A cônsul e adido comercial da Australian Trade Comission em São
Paulo, Sheila Hunter, afirmou que os australianos estão familiarizados
com o problema da escassez hídrica e desejam compartilhar sua
experiência com os paulistas.
“São Paulo está enfrentando uma grave crise nos reservatórios de
água. Esperamos que ao compartilhar nosso aprendizado possamos ajudar a
identificar soluções inovadoras para lidar com as mudanças climáticas
que todos iremos enfrentar no futuro”, disse.

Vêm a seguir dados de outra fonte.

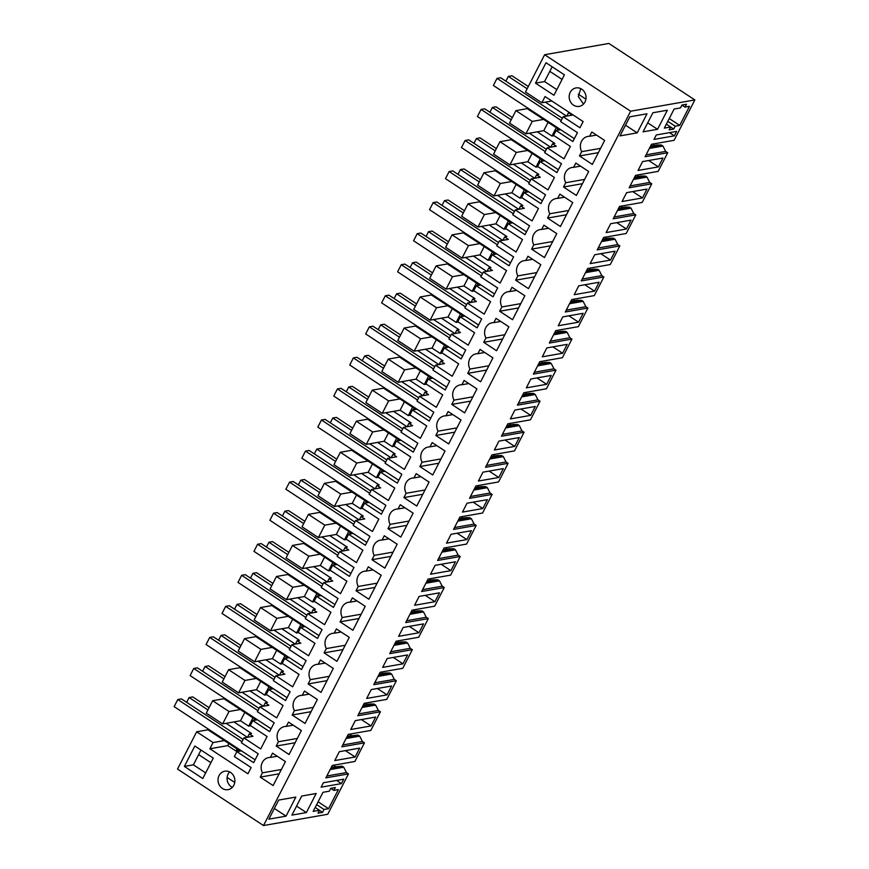<?xml version="1.0" encoding="UTF-8"?>
<svg xmlns="http://www.w3.org/2000/svg" width="869" height="869" viewBox="0 0 869 869"><rect width="100%" height="100%" fill="white"/><g stroke="black" fill="none" stroke-linecap="round" stroke-linejoin="round"><path stroke-width="1.3" d="M335.445 766.523L333.479 765.231M330.883 768.109L342.104 766.143L331.339 767.24M342.104 766.143L343.711 767.208L330.133 769.586M208.343 729.102L207.984 729.808L196.676 731.785L177.526 769.054L263.513 825.55L327.732 814.275L348.48 773.899L346.438 772.563L326.831 775.995M346.438 772.563L343.711 767.208M201 750.056L198.643 754.629L210.917 762.7L198.643 754.629L193.396 764.839L205.671 772.899M229.622 771.911A9.363 8.408 -100 0 0 231.393 786.825L232.327 787.368M226.103 723.301L247.393 737.292M222.638 723.91L229.014 711.494L212.644 700.729L206.257 713.156L222.638 723.91L240.496 720.781L244.786 712.439M355.117 756.997L334.761 760.571L339.323 751.696L359.679 748.122L355.117 756.997L345.417 750.62M347.296 736.184L358.061 735.087L359.679 736.141L362.395 741.496L364.448 742.843L354.878 761.472L332.262 765.448L325.875 777.874L348.48 773.899M286.042 816.143L295.84 797.069L278.656 800.088L268.847 819.163L286.042 816.143L274.343 808.463M234.749 782.448L227.113 777.44M306.388 812.569L291.919 815.111L301.728 796.037L316.197 793.495L306.388 812.569L296.546 806.106M330.763 788.379L333.837 790.399L335.315 787.51L330.796 788.313L329.308 791.192L322.986 792.3L313.177 811.385L319.51 810.266L318.021 813.156L322.551 812.363L324.028 809.474L316.653 804.629M324.028 809.474L328.558 808.681L318.097 801.815M322.551 812.363L319.477 810.342M319.51 810.266L315.197 807.442M333.837 790.399L338.356 789.606L328.558 808.681M341.441 783.61L321.085 787.184L323.366 782.752L343.711 779.178L341.441 783.61L336.585 780.427M351.402 735.456L349.447 734.175M364.448 742.843L341.832 746.819L348.219 734.381L370.835 730.416L380.405 711.787L357.789 715.763L364.187 703.325L386.792 699.36L396.373 680.731L373.757 684.696L380.144 672.269L402.76 668.304L412.33 649.675L389.714 653.64L396.101 641.213L418.717 637.238L428.298 618.619L405.682 622.584L412.069 610.157L434.685 606.182L444.255 587.553L421.639 591.528L428.026 579.091L450.642 575.126L460.212 556.497L437.607 560.472L443.994 548.035L466.61 544.07L476.179 525.441L453.564 529.406L459.951 516.979L482.567 513.014L492.136 494.385L469.521 498.35L475.919 485.923L498.524 481.947L508.104 463.329L485.489 467.294L491.876 454.867L514.491 450.892L524.061 432.262L501.446 436.238L507.833 423.8L530.448 419.836L540.029 401.206L517.413 405.182L523.801 392.745L546.416 388.78L555.986 370.151L533.37 374.115L539.758 361.689L562.373 357.724L571.943 339.095L549.338 343.059L555.726 330.633L578.341 326.657L587.911 308.039L565.295 312.004L571.683 299.577L594.298 295.601L603.868 276.972L581.252 280.948L587.65 268.51L610.255 264.545L619.836 245.916L597.22 249.892L603.607 237.454L626.223 233.489L635.793 214.86L613.177 218.825L619.564 206.398L642.18 202.434L651.761 183.804L629.145 187.769L635.532 175.342L658.148 171.367L667.718 152.748L645.102 156.713L651.489 144.287L674.105 140.311L694.852 99.946L608.865 43.45L544.646 54.725L525.484 91.995L541.865 102.759L545.059 96.546L583.142 121.562L579.949 127.776L563.155 116.739L572.204 115.153L568.522 112.731L569.456 112.568M241.452 750.849L236.857 751.652L234.348 756.541L251.141 767.566L247.947 773.779L209.863 748.763L227.732 745.624L235.923 751.001L237.009 748.872M235.923 751.001L238.551 749.882M227.732 745.624L228.829 743.495M238.182 750.61L239.16 751.25M207.984 729.808L240.322 751.044M253.683 720.444L254.508 718.826M250.783 725.789L248.686 726.158L252.977 717.816M240.496 720.781L248.686 726.158M229.014 711.494L240.322 709.506L256.279 719.988M233.946 721.933L251.543 733.501L249.284 733.892L247.556 737.27M240.485 751.022L240.789 750.425M224.365 740.562L213.057 742.55L209.863 748.763M184.358 766.425L202.781 778.526L213.274 758.116L194.841 746.015L184.358 766.425L193.396 764.839M277.254 756.236L270.357 757.453L272.562 753.151L285.423 761.602L273.105 785.565L260.255 777.114L279.155 773.801M281.36 769.499L262.46 772.823L260.255 777.114M270.357 757.453A10.406 9.342 -100 0 0 268.706 757.572A10.406 9.342 -100 0 0 262.46 772.823M222.345 788.422A9.363 8.408 -100 0 0 228.069 789.66A9.363 8.408 -100 0 0 234.782 782.23A9.363 8.408 -100 0 0 230.557 772.443A9.363 8.408 -100 0 0 224.832 771.205A9.363 8.408 -100 0 0 218.119 778.624A9.363 8.408 -100 0 0 222.345 788.422M196.676 731.785L213.057 742.55M236.857 751.652L253.65 762.689L258.202 753.814L241.419 742.789L243.928 737.9L260.711 748.937L267.098 736.51L250.315 725.485L252.814 720.597L269.607 731.633L274.169 722.758L257.376 711.722L259.885 706.845L276.679 717.87L283.055 705.454L266.272 694.418L268.782 689.541L285.564 700.566L290.127 691.691L273.344 680.666L275.853 675.789L292.636 686.814L299.023 674.387L282.229 663.362L284.739 658.485L301.532 669.51L306.094 660.636L289.301 649.61L291.81 644.733L308.604 655.758L314.98 643.332L298.197 632.306L300.707 627.429L317.489 638.454L322.051 629.58L305.269 618.554L307.767 613.666L324.561 624.702L330.948 612.276L314.154 601.25L316.664 596.362L333.457 607.398L338.008 598.524L321.226 587.498L323.735 582.61L340.518 593.646L346.905 581.22L330.122 570.194L332.631 565.306L349.414 576.343L353.976 567.468L337.183 556.432L339.692 551.554L356.486 562.58L362.873 550.164L346.079 539.128L348.588 534.25L365.382 545.276L369.933 536.401L353.151 525.376L355.66 520.498L372.443 531.524L378.83 519.108L362.047 508.072L364.546 503.194L381.339 514.22L385.901 505.345L369.108 494.32L371.617 489.443L388.41 500.468L394.787 488.041L378.004 477.016L380.513 472.139L397.296 483.164L401.858 474.289L385.076 463.264L387.585 458.376L404.367 469.412L410.755 456.985L393.961 445.96L396.47 441.072L413.264 452.108L417.826 443.233L401.033 432.208L403.542 427.32L420.335 438.356L426.712 425.929L409.929 414.904L412.438 410.016L429.221 421.052L433.783 412.178L417.001 401.141L419.499 396.264L436.292 407.289L442.679 394.874L425.886 383.837L428.395 378.96L445.189 389.985L449.74 381.122L432.958 370.085L435.467 365.208L452.249 376.234L458.636 363.818L441.854 352.781L444.363 347.904L461.146 358.93L465.708 350.055L448.915 339.029L451.424 334.152L468.217 345.178L474.604 332.751L457.811 321.726L460.32 316.848L477.114 327.874L481.665 318.999L464.882 307.974L467.392 303.085L484.174 314.122L490.561 301.695L473.779 290.67L476.277 285.782L493.071 296.818L497.633 287.943L480.839 276.918L483.349 272.03L500.142 283.066L506.518 270.639L489.736 259.614L492.245 254.726L509.028 265.762L513.59 256.887L496.807 245.851L499.317 240.974L516.099 251.999L522.486 239.583L505.693 228.547L508.202 223.67L524.995 234.695L529.558 225.831L512.764 214.795L515.274 209.918L532.067 220.943L538.443 208.527L521.661 197.491L524.17 192.614L540.952 203.639L545.515 194.765L528.732 183.739L531.231 178.862L548.024 189.887L554.411 177.461L537.618 166.435L540.127 161.558L556.92 172.583L561.472 163.709L544.689 152.683L547.198 147.795L563.981 158.831L570.368 146.405L553.586 135.379L556.095 130.491L572.877 141.528L577.44 132.653L560.646 121.627L563.155 116.739M515.914 110.624L532.295 121.388L525.908 133.815L509.527 123.05L515.914 110.624L527.222 108.647L559.56 129.883M527.581 107.941L527.222 108.647M212.644 700.729L223.941 698.741L240.322 709.506M224.311 698.046L223.941 698.741M228.601 669.673L244.982 680.438L238.595 692.854L222.214 682.1L228.601 669.673L239.909 667.685L272.247 688.932M240.268 666.99L239.909 667.685M244.558 638.617L260.939 649.371L254.552 661.798L238.182 651.033L244.558 638.617L255.866 636.629L288.204 657.876M256.236 635.934L255.866 636.629M260.526 607.561L276.907 618.315L270.52 630.742L254.139 619.977L260.526 607.561L271.834 605.574L304.172 626.821M272.193 604.867L271.834 605.574M276.483 576.495L292.864 587.259L286.477 599.686L270.107 588.921L276.483 576.495L287.791 574.518L320.129 595.754M288.15 573.812L287.791 574.518M292.451 545.439L308.832 556.203L302.445 568.619L286.064 557.865L292.451 545.439L303.759 543.451L336.097 564.698M304.117 542.756L303.759 543.451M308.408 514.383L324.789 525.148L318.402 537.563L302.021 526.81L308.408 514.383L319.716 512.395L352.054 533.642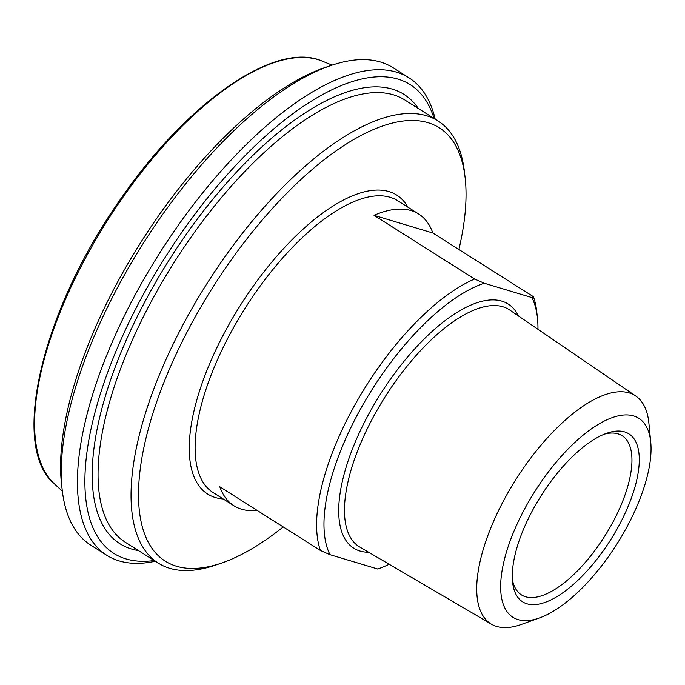 <?xml version="1.0" encoding="UTF-8"?>
<svg xmlns="http://www.w3.org/2000/svg" width="685" height="685" viewBox="0 0 685 685"><rect width="100%" height="100%" fill="white"/><g stroke="black" fill="none" stroke-linecap="round" stroke-linejoin="round"><path stroke-width="1.03" d="M257.183 510.445A172.663 71.48 -57.7 0 1 233.962 505.77A172.663 71.48 -57.7 0 1 219.808 486.778L320.409 550.475L330.016 554.704L377.735 569.012M533.444 296.699L531.885 297.564L484.235 283.23L474.619 279.009L374.019 215.313A172.663 71.48 -57.7 0 1 418.689 214.011A172.663 71.48 -57.7 0 1 432.843 233.003L533.444 296.699A172.663 71.48 122.3 0 1 536.655 311.058L537.348 317.018A167.431 69.313 -57.7 0 1 537.956 329.288M432.843 233.003L374.019 215.313M531.885 297.564A167.431 69.313 -57.7 0 1 537.348 317.018M389.166 564.277A167.431 69.313 -57.7 0 1 377.82 568.978A167.431 69.313 -57.7 0 1 377.666 569.029M330.016 554.704A167.431 69.313 -57.7 0 1 362.485 405.546A167.431 69.313 -57.7 0 1 484.235 283.23M474.619 279.009A172.663 71.48 122.3 0 0 356.328 402.352A172.663 71.48 122.3 0 0 320.409 550.475M650.75 442.262L648.875 423.022A134.996 55.887 122.3 0 0 635.826 396.093A134.996 55.887 122.3 0 0 507.748 493.106A134.996 55.887 122.3 0 0 491.41 624.172A134.996 55.887 122.3 0 0 521.336 624.446L539.532 617.921A117.726 48.738 -57.7 0 1 534.634 491.779A117.726 48.738 -57.7 0 1 650.75 442.262A117.726 48.738 -57.7 0 1 623.949 532.331A117.726 48.738 -57.7 0 1 539.532 617.921M283.23 526.936A256.378 106.141 -57.7 0 1 220.827 563.335A256.378 106.141 -57.7 0 1 212.504 287.828A256.378 106.141 -57.7 0 1 465.106 177.518A256.378 106.141 -57.7 0 1 458.89 249.494M154.168 560.527A277.305 114.806 -57.7 0 1 164.948 257.714A277.305 114.806 -57.7 0 1 434.059 118.462M465.106 177.518L464.413 171.558A261.61 108.307 122.3 0 0 438.109 121.022A261.61 108.307 122.3 0 0 191.183 309.885A261.61 108.307 122.3 0 0 158.209 563.087A261.61 108.307 122.3 0 0 215.141 565.253L220.827 563.335M331.48 65.332L325.795 67.25A277.305 114.806 122.3 0 0 140.802 242.421A277.305 114.806 122.3 0 0 61.573 484.569L62.266 490.528A282.537 116.972 -57.7 0 1 126.288 271.637A282.537 116.972 -57.7 0 1 331.48 65.332A282.537 116.972 -57.7 0 1 392.967 67.669L409.056 77.867A282.537 116.972 122.3 0 0 142.386 281.835A282.537 116.972 122.3 0 0 106.774 555.295A282.537 116.972 122.3 0 0 155.298 561.246M435.189 119.181A282.537 116.972 122.3 0 0 409.056 77.867M106.774 555.295L90.677 545.097A282.537 116.972 -57.7 0 1 62.266 490.528M604.435 434.127A94.179 38.994 -57.7 0 1 622.168 435.737A94.179 38.994 -57.7 0 1 610.301 526.885A94.179 38.994 -57.7 0 1 521.413 594.88A94.179 38.994 -57.7 0 1 512.371 579.536M616.466 530.079A99.411 41.16 122.3 0 0 607.364 433.04A99.411 41.16 122.3 0 0 541.039 495.837A99.411 41.16 122.3 0 0 512.637 582.644A99.411 41.16 122.3 0 0 551.964 599.401A99.411 41.16 122.3 0 0 616.466 530.079M518.374 315.913A144.441 59.8 122.3 0 0 385.826 385.878A144.441 59.8 122.3 0 0 359.993 551.04A144.441 59.8 122.3 0 0 368.71 552.29M491.41 624.172L359.745 547.041A140.262 58.071 -57.7 0 1 376.716 410.854A140.262 58.071 -57.7 0 1 509.794 310.057L635.826 396.093M233.962 505.77L213.035 492.524A172.663 71.48 -57.7 0 1 234.801 325.409A172.663 71.48 -57.7 0 1 397.762 200.765L418.689 214.011M407.926 207.195A176.85 73.218 122.3 0 0 245.273 297.804A176.85 73.218 122.3 0 0 215.304 497.533A176.85 73.218 122.3 0 0 223.199 498.954M158.209 563.087L125.218 542.195A261.61 108.307 -57.7 0 1 158.192 288.993A261.61 108.307 -57.7 0 1 405.109 100.13L438.109 121.022M418.321 108.495A265.797 110.037 122.3 0 0 173.468 253.262A265.797 110.037 122.3 0 0 131.374 548.968A265.797 110.037 122.3 0 0 138.43 550.56M62.352 491.213L54.363 483.815A250.916 103.88 -57.7 0 1 92.278 245.804A250.916 103.88 -57.7 0 1 322.036 61.051L332.131 65.109M54.363 483.815C8.939 446.226 42.898 307.377 122.298 196.663C188.418 101.26 276.123 40.638 322.036 61.051"/></g></svg>

Representando a FAPESP no evento estiveram o assessor da presidência
Fernando Menezes, o coordenador adjunto de Pesquisa para Inovação e do
Plano Diretor de Ciência, Tecnologia e Inovação para o Estado de São
Paulo, Sergio Robles Reis de Queiroz, e o coordenador do Programa FAPESP
de Pesquisa sobre Mudanças Climáticas Globais (PFPMCG), Reynaldo Luiz
Victoria.
Para falar sobre a atual crise hídrica enfrentada pelo Estado de São
Paulo e as estratégias que estão sendo implementadas para aumentar a
segurança hídrica na região esteve presente o professor Américo Sampaio,
coordenador de Saneamento da Secretaria de Saneamento e Recursos
Hídricos do Estado de São Paulo.
“A dessalinização da água do mar por enquanto está descartada em São
Paulo em razão do alto custo. Temos de conciliar a gestão da oferta – ir
atrás de novos mananciais cada vez mais distantes, o que historicamente
sempre foi feito no Brasil e em São Paulo – e a gestão da
demanda adotar medidas para reduzir o consumo”, disse Sampaio.
Como exemplos de gestão da oferta Sampaio citou as obras emergenciais
e também as de médio e longo prazo que estão sendo implementadas pelo
governo estadual, entre elas a transposição de águas do Rio Paraíba do
Sul.
No âmbito da gestão da demanda, Sampaio afirmou que o governo
paulista pretende estimular a medição individualizada da água em
condomínios, a adoção de infraestrutura para reúso da água e a troca de
aparelhos sanitários – vasos, chuveiros e torneiras – por modelos
poupadores. Disse ainda que é preciso rever o valor da tarifa de água,
considerada por ele muito barata, e investir no controle de perdas do
sistema.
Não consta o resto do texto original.